The workload of sWorker consists of two parts:SRD and meaningful file. This chapter will introduce the process of generation, validation of these two parts.
SRD(Sealed Random Data) is one of the two ways of producing workload. sWorker generates random data through seal algorithm and stores them to disk via secure boundary API. SRD can produce 1GB random data each time. The details shows as: Enclave generates 1MB random data and stores it to disk. Then compute the hash of this 1MB data marked as m_hash and stores it to m_hash_buf which is buffer. Repeat above process 1024 times, then get 1GB random data. m_hash_buf is stored to disk as this 1GB data’s metadata. At the same time compute the hash of m_hash_buf and mark it as g_hash which represents 1GB data’s proof and store it in Enclave.
SRD data should be validated termly for preventing cheat. The validation process can be described as: compute a hash from a m_hash_buf which represents a SRD data read from disk, mark it as g_hash`. Comparing g_hash` with g_hash stored in Enclave, equality means successful while inequality means not. If failed, all related data will be deleted. If successful, choose a hash randomly from m_hash_buf and mark it as m_hash which is linked to a certain 1MB random data. Get this 1MB data from disk and compute its hash marked as m_hash`. Comparing m_hash` and m_hash, equality means successful while inequality means not. Delete all related data when failed. The speed of generating and validating SRD relies on hardware performance which means high performance hardware(CPU, memory, disk and so on.) brings high SRD performance.
Sealing meaningful file is another way to produce workload. sWorker uses IPFS as its transport layer.

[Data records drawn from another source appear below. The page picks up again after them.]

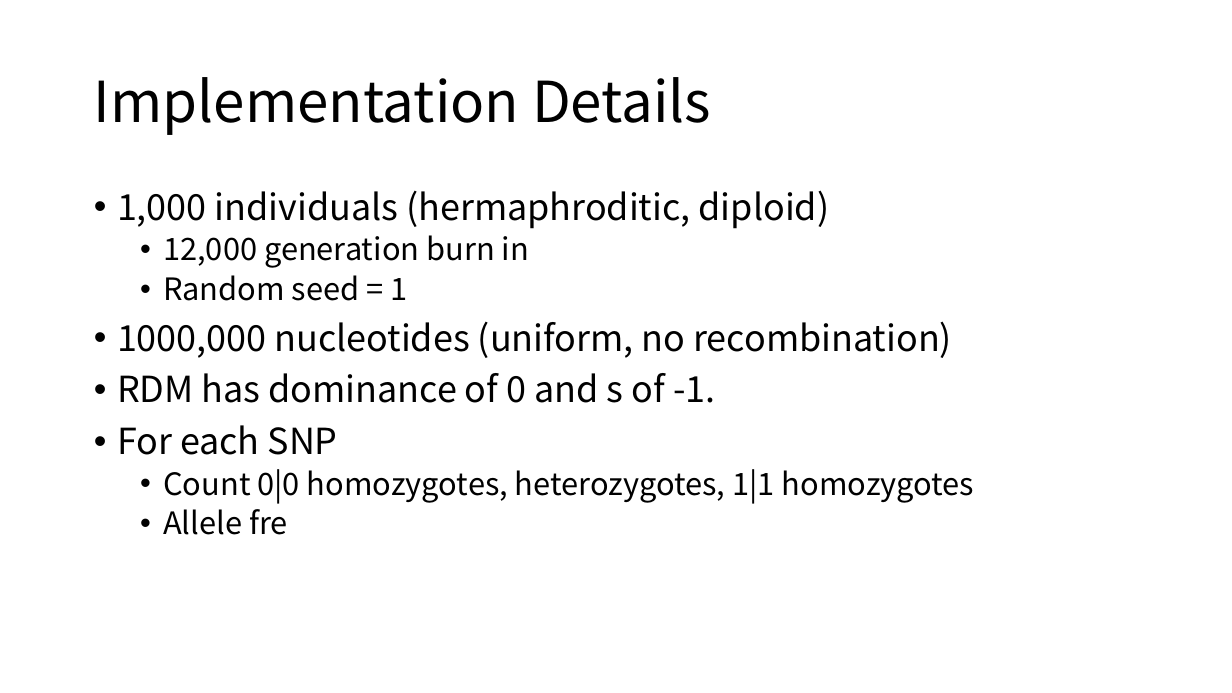
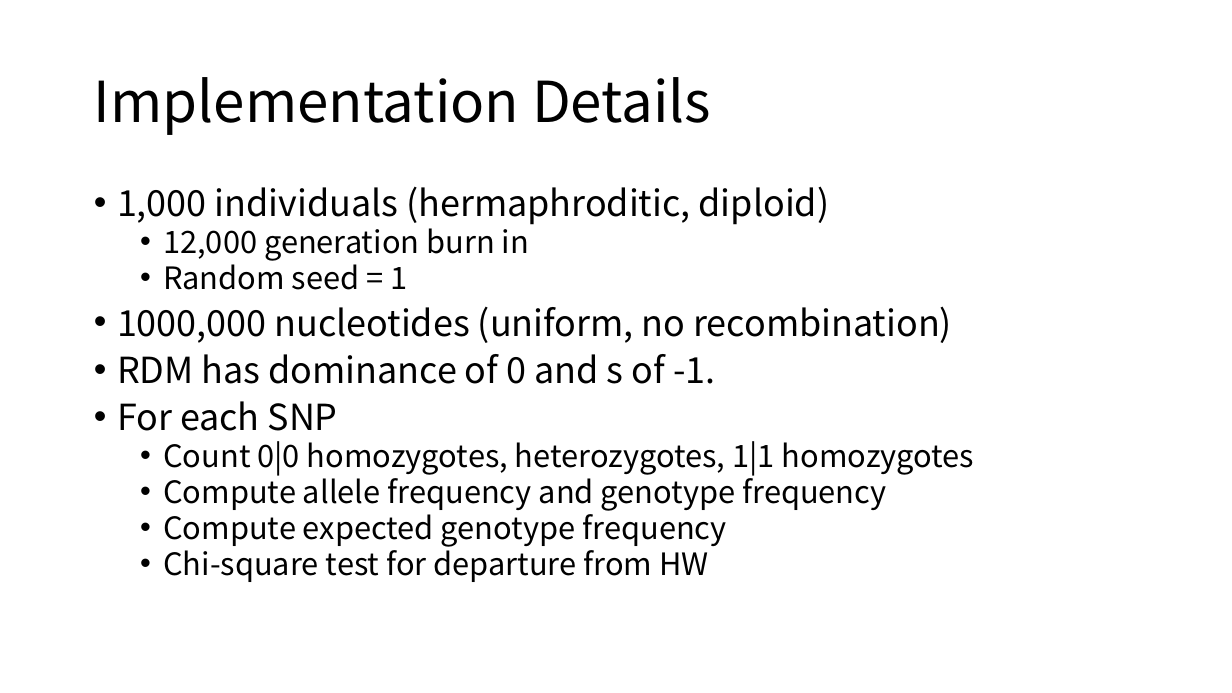
Before and after one commit to jon-mah/RDM_HW, a slide deck: slide 5 of Summary/20201007_RDM_HW_rotation_update.pptx (slide 4 before the commit). Drawn at 1232x693 pixels with LibreOffice and Linux fonts; fonts in the diff are those of the drawing. Boxes give left, top, right and bottom in pixels: in the first picture for what was removed or moved away, otherwise in the second. Text is boxed around its words. In the diff, an @@ line names an element or a change of style, - is before the commit and + after.

```diff
--- a/Summary/20201007_RDM_HW_rotation_update.pptx
+++ b/Summary/20201007_RDM_HW_rotation_update.pptx
@@ text at bbox=[117, 186, 975, 476]: line spacing 0.9 to 0.8 @@
@@ text at bbox=[163, 472, 886, 582]: text changed @@
-  • Allele fre
+  • Compute allele frequency and genotype frequency
+  • Compute expected genotype frequency
+  • Chi-square test for departure from HW
```
Also in this commit, not shown: 2 other slides changed, 2 slides added, 4 other files.
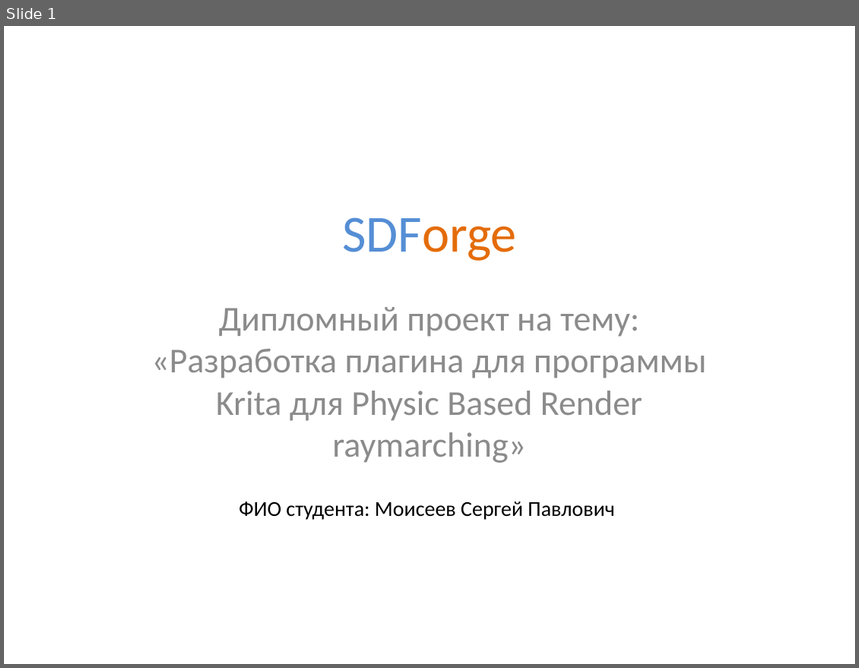
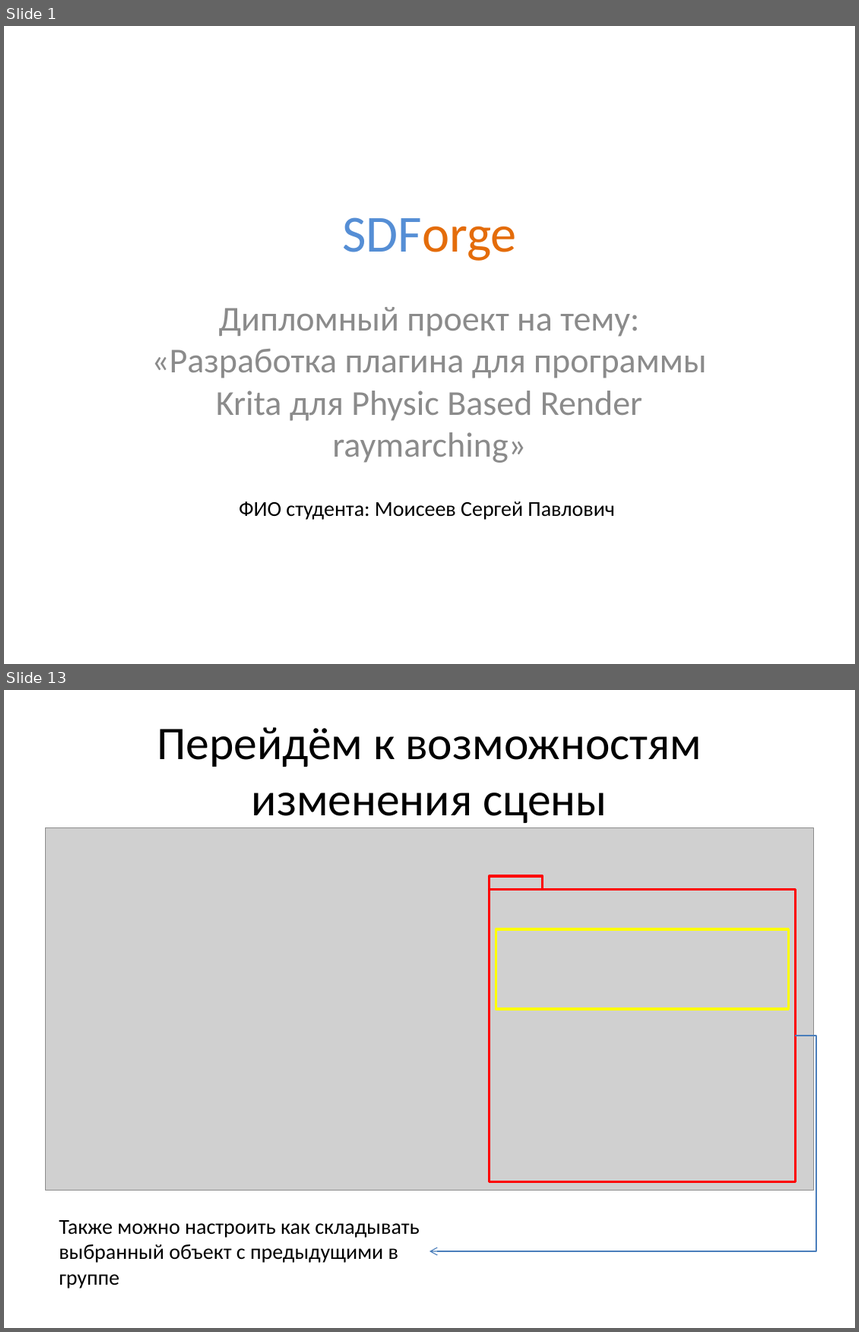
Before and after one commit to lomovoyPlayer/SDForge, a slide deck: SDForge/docs/SDForge Презентация.pptx. Shown one above the other, each under a label of ours: slide 1 before the commit, slides 1 and 13 after it; the slides between them are not shown. The pictures are 859x668 and 859x1332 pixels, drawn with LibreOffice and Linux fonts; fonts in the diff are those of the drawing; grey boxes stand for pictures. Boxes give left, top, right and bottom in pixels: in the first picture for what was removed or moved away, otherwise in the second. Text is boxed around its words. In the diff, an @@ line names an element or a change of style, - is before the commit and + after.

```diff
--- a/SDForge/docs/SDForge Презентация.pptx
+++ b/SDForge/docs/SDForge Презентация.pptx
@@ slide 13 added at [4,690,855,1328], background #FFFFFF @@
@@ title added at [157,727,702,823], 39.6 pt, text #000000 @@
+Перейдём к возможностям изменения сцены
@@ picture added at [45,828,813,1191] @@
@@ rectangle added at [489,889,794,1182], outline #FF0000 2 pt @@
@@ rectangle added at [489,876,543,890], outline #FF0000 2 pt @@
@@ rectangle added at [496,929,789,1009], outline #FFFF00 2 pt @@
@@ elbow arrow added from (796, 1036) to (430, 1252), #4B7EBC 0.75 pt @@
@@ text added at [59,1220,419,1289], 18 pt, text #000000 @@
+Также можно настроить как складывать выбранный объект с предыдущими в группе
```
Also in this commit, not shown: 23 other slides added, 1 slide removed, 3 other files.

IPFS is a p2p storage network that every two nodes can exchange their data via DHT(Distributed Hash Table) protocol. In IPFS network a file is divided into numbers of blocks each has a unique CID(Content Identity). A file block contains its children’s CIDs. It can search and get the blocks by its children’s CIDs via DHT. This process runs recursively until a whole file downloaded.
Crust modifies the original IPFS to adapt crust storage protocol. In simple terms, file blocks received by IPFS are sent to sWorker to seal and store. IPFS doesn’t store the original file blocks any more. Instead, it stores the file block indexes returned by sWorker. IPFS can get the original file blocks by providing these block indexes to sWorker. The process of sealing file can be described as follows: Every time IPFS gets a file block it will send it to sWorker to seal that block and gets a sealed file block marked as sealed_block. sWorker stores this sealed_block and returns a block_index to IPFS. A hash computed from sealed_block, marked as s_hash, is stored to s_hash_buf which is buffer. Having sealed all of the file blocks, sWorker computes a hash from s_hash_buf, marked as f_hash, which would be stored in Enclave as file’s proof, while s_hash_buf would be stored to disk as file’s metadata.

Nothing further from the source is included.